Saved entries:
....

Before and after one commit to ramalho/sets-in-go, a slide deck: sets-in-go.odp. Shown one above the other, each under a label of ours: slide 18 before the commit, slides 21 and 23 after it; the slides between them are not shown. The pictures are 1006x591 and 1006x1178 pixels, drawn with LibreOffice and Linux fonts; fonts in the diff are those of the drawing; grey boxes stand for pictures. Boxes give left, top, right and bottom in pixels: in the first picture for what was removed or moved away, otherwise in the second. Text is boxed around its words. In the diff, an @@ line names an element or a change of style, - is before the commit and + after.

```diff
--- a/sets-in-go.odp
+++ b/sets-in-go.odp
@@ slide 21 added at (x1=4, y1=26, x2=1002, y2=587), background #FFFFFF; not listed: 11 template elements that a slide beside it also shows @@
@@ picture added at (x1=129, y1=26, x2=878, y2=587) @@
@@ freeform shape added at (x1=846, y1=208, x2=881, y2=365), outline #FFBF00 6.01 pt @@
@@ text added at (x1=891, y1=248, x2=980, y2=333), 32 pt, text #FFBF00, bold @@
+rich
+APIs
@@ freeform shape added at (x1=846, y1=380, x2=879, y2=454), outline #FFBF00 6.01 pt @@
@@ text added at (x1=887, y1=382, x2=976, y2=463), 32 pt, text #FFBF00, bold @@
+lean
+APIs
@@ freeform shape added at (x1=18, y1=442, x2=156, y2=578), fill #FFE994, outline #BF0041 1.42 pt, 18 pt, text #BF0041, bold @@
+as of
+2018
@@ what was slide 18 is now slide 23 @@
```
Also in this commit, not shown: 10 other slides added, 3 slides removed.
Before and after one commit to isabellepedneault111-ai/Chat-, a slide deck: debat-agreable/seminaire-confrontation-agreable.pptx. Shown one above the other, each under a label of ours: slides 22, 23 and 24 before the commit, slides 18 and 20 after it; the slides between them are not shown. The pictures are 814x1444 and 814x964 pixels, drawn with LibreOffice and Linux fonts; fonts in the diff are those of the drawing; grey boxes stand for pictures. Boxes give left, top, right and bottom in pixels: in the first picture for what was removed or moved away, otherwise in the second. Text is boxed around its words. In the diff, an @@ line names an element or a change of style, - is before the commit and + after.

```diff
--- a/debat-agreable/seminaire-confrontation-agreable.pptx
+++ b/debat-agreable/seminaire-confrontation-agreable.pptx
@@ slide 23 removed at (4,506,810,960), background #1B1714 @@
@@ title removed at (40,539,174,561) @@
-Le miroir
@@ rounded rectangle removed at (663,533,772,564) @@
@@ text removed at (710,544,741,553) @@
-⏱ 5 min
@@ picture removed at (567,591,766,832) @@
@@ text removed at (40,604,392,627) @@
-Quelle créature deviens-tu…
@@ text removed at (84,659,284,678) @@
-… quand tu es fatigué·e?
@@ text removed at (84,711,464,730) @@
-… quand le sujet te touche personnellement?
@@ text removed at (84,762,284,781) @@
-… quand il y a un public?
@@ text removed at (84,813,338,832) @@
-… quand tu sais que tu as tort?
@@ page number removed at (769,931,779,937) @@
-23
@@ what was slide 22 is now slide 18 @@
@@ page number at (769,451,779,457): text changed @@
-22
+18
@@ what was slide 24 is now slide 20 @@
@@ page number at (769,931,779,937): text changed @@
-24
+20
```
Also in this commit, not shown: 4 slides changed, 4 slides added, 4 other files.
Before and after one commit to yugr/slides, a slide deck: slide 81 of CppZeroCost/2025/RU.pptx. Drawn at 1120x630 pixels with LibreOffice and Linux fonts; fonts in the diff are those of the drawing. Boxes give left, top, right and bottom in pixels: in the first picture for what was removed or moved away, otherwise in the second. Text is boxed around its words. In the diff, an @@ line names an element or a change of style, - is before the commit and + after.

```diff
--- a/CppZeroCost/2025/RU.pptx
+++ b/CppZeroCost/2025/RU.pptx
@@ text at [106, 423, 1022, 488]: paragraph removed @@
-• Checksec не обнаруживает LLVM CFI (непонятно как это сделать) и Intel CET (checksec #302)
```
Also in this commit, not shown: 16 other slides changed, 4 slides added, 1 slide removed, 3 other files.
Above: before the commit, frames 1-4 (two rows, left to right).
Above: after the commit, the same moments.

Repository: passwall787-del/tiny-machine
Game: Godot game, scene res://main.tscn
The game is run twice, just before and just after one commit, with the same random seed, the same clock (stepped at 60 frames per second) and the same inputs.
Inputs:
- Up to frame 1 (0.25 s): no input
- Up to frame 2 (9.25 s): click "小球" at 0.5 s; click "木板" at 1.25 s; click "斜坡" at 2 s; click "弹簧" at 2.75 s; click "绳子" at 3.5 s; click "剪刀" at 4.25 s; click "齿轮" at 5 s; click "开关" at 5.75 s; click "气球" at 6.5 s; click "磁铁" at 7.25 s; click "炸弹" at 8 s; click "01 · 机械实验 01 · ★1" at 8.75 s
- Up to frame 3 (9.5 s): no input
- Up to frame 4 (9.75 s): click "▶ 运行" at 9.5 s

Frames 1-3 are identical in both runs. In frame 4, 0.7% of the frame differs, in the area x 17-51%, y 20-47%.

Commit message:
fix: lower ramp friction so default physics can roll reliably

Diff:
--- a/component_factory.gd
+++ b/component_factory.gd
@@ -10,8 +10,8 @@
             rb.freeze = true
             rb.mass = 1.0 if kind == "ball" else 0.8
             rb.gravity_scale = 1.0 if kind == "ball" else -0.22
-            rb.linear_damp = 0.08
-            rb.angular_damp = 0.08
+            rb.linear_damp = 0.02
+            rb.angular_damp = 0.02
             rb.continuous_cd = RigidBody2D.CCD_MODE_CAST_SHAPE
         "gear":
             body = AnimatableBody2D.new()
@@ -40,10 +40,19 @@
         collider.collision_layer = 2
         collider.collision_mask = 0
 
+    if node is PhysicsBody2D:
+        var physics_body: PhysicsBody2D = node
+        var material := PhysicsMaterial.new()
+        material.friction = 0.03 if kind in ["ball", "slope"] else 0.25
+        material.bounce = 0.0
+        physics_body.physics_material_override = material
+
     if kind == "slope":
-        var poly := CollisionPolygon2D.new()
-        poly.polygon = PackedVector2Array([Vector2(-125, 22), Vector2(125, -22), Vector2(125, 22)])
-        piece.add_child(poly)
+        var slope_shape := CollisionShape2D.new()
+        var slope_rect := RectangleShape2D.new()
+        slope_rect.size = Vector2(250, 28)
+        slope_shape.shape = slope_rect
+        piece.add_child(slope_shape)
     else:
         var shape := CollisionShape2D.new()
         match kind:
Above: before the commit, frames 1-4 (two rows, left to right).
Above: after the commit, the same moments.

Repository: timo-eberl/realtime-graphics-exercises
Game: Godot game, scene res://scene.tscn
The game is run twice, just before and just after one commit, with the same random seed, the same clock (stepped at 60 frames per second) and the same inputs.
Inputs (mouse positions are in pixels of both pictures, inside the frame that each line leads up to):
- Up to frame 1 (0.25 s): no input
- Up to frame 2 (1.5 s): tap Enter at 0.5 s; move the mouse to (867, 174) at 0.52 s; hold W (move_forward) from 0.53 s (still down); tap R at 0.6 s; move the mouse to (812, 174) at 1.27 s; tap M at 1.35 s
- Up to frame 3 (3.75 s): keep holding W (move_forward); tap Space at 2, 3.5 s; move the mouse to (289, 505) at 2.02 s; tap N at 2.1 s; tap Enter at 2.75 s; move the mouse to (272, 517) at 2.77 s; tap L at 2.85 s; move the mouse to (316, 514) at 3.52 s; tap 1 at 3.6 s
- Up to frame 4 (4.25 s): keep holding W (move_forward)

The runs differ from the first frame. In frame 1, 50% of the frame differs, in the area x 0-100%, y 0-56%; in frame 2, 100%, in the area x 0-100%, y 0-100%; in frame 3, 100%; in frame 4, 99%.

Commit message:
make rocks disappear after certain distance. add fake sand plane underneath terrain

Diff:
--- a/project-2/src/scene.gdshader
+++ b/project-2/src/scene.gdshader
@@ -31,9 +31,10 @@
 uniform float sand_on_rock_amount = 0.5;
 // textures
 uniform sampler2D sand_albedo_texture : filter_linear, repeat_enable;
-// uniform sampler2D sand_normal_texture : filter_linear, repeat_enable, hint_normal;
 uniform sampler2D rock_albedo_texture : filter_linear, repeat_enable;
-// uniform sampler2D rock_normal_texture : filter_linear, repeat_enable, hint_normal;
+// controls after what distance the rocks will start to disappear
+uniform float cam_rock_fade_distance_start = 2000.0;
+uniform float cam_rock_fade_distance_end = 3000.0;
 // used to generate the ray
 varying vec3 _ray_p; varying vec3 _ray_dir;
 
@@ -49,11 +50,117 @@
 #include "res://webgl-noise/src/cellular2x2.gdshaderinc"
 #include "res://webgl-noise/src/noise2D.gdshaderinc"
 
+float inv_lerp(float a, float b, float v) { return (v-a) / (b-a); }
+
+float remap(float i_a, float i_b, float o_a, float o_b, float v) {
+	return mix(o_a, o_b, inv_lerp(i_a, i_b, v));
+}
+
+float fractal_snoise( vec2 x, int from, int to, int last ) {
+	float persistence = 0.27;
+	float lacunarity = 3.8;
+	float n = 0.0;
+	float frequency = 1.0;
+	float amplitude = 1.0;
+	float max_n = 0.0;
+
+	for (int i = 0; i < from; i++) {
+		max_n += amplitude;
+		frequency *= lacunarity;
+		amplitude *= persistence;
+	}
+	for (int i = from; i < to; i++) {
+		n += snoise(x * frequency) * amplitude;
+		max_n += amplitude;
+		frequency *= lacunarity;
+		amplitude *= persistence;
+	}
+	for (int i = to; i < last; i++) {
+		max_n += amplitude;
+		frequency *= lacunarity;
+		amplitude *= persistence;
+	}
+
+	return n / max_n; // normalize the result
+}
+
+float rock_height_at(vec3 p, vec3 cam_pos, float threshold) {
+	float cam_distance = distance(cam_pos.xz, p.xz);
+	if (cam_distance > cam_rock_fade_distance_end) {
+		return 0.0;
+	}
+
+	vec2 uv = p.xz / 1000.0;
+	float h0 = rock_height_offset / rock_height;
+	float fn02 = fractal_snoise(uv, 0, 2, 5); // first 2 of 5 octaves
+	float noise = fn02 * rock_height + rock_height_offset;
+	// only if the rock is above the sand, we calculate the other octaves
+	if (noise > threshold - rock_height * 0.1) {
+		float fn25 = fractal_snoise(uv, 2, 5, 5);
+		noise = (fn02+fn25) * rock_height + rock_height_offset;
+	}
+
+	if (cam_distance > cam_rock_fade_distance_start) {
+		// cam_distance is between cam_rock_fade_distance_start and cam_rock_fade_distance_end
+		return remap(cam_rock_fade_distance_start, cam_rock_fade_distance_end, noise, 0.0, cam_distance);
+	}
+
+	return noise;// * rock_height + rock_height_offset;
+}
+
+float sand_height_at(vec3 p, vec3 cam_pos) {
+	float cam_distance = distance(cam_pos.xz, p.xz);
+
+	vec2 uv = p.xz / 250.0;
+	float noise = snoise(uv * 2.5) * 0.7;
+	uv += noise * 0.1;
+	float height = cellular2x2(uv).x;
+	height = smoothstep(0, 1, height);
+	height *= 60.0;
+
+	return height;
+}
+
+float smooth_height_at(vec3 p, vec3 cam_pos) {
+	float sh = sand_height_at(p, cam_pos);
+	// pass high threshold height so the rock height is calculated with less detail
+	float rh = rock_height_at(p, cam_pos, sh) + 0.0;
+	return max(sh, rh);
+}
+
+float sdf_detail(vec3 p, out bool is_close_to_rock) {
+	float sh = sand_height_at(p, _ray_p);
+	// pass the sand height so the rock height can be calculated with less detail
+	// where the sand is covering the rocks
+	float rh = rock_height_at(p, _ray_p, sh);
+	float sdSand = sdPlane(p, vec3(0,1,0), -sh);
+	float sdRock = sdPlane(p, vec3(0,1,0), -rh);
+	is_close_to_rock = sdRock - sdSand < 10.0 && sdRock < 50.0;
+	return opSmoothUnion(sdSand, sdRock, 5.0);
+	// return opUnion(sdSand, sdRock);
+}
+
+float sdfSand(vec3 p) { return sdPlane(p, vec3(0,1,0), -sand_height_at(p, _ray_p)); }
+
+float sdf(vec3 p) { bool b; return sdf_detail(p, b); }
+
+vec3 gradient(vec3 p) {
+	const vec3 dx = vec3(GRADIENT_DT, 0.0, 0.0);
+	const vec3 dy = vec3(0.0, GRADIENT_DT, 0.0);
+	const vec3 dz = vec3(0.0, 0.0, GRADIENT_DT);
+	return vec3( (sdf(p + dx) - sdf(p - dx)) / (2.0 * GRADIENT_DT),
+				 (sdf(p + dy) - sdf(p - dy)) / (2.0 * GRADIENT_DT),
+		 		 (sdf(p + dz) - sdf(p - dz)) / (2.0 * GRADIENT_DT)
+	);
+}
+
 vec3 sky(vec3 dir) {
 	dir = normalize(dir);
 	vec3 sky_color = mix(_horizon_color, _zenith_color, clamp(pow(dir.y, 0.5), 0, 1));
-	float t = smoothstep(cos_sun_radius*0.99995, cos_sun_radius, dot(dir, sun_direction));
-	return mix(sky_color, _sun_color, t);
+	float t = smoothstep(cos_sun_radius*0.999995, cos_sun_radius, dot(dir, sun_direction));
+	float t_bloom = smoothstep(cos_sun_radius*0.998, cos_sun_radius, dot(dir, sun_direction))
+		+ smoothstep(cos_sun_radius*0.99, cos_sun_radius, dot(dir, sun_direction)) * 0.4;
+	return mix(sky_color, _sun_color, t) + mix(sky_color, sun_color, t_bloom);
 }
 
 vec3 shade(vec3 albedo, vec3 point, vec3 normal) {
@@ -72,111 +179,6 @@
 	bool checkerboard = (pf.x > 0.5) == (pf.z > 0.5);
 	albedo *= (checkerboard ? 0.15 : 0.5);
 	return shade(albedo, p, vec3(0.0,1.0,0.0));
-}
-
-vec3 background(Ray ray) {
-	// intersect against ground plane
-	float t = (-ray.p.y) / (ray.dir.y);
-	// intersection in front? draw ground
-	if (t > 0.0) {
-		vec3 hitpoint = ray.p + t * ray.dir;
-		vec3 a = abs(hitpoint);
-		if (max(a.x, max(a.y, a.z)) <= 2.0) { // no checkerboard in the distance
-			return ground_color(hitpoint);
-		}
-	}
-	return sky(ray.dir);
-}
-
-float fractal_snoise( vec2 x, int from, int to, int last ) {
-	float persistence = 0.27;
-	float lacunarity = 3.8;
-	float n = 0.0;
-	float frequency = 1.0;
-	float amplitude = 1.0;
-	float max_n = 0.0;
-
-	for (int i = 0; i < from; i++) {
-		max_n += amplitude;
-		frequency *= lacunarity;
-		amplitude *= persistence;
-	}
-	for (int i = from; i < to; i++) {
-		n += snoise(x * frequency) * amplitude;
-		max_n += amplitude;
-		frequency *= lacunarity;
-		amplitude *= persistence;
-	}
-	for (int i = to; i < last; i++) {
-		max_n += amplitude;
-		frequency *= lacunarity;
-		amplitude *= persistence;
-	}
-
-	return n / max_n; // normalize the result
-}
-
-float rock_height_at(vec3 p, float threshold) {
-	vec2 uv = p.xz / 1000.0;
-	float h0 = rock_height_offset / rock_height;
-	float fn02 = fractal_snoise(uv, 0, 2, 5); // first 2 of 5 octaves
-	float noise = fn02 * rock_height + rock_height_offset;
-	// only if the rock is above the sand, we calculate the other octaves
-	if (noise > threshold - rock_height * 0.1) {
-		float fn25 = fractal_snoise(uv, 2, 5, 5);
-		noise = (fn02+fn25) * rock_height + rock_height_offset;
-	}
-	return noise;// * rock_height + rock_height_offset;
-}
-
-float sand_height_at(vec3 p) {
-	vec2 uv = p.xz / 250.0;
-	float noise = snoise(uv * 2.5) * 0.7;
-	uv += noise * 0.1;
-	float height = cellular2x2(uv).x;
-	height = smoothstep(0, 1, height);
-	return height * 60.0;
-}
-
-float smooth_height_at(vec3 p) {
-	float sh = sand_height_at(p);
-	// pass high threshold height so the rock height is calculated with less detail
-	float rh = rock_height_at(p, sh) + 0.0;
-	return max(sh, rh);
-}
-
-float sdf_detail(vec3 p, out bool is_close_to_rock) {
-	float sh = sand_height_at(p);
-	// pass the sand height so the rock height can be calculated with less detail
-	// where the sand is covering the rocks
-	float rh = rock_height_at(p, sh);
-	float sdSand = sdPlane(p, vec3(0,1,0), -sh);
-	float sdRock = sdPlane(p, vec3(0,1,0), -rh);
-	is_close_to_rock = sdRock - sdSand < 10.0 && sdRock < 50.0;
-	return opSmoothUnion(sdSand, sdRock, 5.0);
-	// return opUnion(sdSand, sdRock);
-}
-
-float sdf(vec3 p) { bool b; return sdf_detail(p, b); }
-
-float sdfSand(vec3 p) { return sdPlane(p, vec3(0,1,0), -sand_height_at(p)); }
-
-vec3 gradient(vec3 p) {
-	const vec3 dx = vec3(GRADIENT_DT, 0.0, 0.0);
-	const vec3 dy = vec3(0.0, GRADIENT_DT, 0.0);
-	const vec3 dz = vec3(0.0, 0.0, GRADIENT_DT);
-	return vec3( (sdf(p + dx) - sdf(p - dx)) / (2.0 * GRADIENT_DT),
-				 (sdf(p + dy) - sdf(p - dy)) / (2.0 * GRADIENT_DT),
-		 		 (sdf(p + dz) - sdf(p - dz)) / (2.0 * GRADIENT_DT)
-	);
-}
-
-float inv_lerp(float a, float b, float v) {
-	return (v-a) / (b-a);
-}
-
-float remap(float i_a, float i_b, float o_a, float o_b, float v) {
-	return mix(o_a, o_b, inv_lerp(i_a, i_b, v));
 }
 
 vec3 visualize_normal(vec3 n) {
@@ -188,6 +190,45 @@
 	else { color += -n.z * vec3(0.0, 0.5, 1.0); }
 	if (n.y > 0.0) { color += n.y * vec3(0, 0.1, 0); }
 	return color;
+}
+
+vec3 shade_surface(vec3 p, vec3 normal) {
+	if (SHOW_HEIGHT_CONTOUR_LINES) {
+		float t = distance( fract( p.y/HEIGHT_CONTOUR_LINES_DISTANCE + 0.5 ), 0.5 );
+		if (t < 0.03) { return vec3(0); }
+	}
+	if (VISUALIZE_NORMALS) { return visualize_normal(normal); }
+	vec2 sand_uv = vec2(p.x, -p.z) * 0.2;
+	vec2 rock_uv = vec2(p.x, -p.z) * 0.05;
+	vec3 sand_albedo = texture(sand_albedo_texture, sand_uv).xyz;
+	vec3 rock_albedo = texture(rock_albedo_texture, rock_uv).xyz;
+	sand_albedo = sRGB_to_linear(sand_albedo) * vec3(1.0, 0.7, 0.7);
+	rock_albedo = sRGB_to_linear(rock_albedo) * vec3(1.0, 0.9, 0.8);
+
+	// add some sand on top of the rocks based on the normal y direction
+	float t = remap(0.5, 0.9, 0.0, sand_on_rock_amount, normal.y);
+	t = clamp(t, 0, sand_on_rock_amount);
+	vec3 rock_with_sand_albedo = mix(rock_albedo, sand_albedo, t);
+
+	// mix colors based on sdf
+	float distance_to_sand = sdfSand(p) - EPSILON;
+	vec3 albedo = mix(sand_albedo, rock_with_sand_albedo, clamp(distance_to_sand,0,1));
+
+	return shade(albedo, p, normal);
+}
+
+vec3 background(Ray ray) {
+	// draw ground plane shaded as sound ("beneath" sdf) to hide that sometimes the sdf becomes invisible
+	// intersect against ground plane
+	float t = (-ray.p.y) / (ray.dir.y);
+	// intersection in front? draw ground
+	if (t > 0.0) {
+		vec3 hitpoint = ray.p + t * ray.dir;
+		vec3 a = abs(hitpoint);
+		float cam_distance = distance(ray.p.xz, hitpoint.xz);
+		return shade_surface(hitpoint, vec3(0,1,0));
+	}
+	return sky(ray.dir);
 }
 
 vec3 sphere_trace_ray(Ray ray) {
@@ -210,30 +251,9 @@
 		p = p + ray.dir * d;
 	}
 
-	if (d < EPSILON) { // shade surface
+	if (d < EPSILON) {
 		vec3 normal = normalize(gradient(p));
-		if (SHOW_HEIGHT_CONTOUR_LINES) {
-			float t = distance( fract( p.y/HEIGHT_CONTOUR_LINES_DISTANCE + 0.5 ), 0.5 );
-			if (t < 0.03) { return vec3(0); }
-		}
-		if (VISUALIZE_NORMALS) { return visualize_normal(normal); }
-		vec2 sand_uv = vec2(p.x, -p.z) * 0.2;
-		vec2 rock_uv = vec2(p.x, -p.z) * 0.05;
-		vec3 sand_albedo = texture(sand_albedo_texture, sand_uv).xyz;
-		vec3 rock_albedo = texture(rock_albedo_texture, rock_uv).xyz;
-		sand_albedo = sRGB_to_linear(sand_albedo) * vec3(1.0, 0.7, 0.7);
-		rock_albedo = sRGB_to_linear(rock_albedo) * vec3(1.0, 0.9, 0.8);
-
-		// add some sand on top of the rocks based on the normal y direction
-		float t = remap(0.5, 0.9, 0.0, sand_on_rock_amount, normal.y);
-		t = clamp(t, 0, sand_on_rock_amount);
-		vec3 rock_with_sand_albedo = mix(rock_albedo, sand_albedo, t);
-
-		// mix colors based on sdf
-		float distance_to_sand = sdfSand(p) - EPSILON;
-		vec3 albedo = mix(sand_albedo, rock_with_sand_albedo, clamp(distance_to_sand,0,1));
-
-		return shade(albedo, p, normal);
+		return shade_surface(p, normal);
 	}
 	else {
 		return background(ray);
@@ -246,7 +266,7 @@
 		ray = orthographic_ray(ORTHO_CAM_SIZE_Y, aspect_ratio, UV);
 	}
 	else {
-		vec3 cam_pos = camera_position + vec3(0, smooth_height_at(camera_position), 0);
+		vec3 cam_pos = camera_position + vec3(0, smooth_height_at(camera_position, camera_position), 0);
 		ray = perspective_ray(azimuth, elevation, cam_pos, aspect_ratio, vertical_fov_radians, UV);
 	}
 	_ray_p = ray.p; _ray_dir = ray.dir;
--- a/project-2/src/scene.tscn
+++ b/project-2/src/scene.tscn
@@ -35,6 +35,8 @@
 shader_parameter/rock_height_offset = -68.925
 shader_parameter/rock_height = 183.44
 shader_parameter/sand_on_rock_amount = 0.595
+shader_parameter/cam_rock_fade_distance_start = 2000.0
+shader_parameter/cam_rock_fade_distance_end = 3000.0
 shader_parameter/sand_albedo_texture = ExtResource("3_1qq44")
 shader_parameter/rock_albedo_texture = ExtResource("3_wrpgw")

....

A single figure must be given: how many lines of the records above include the string "sdfSand".

4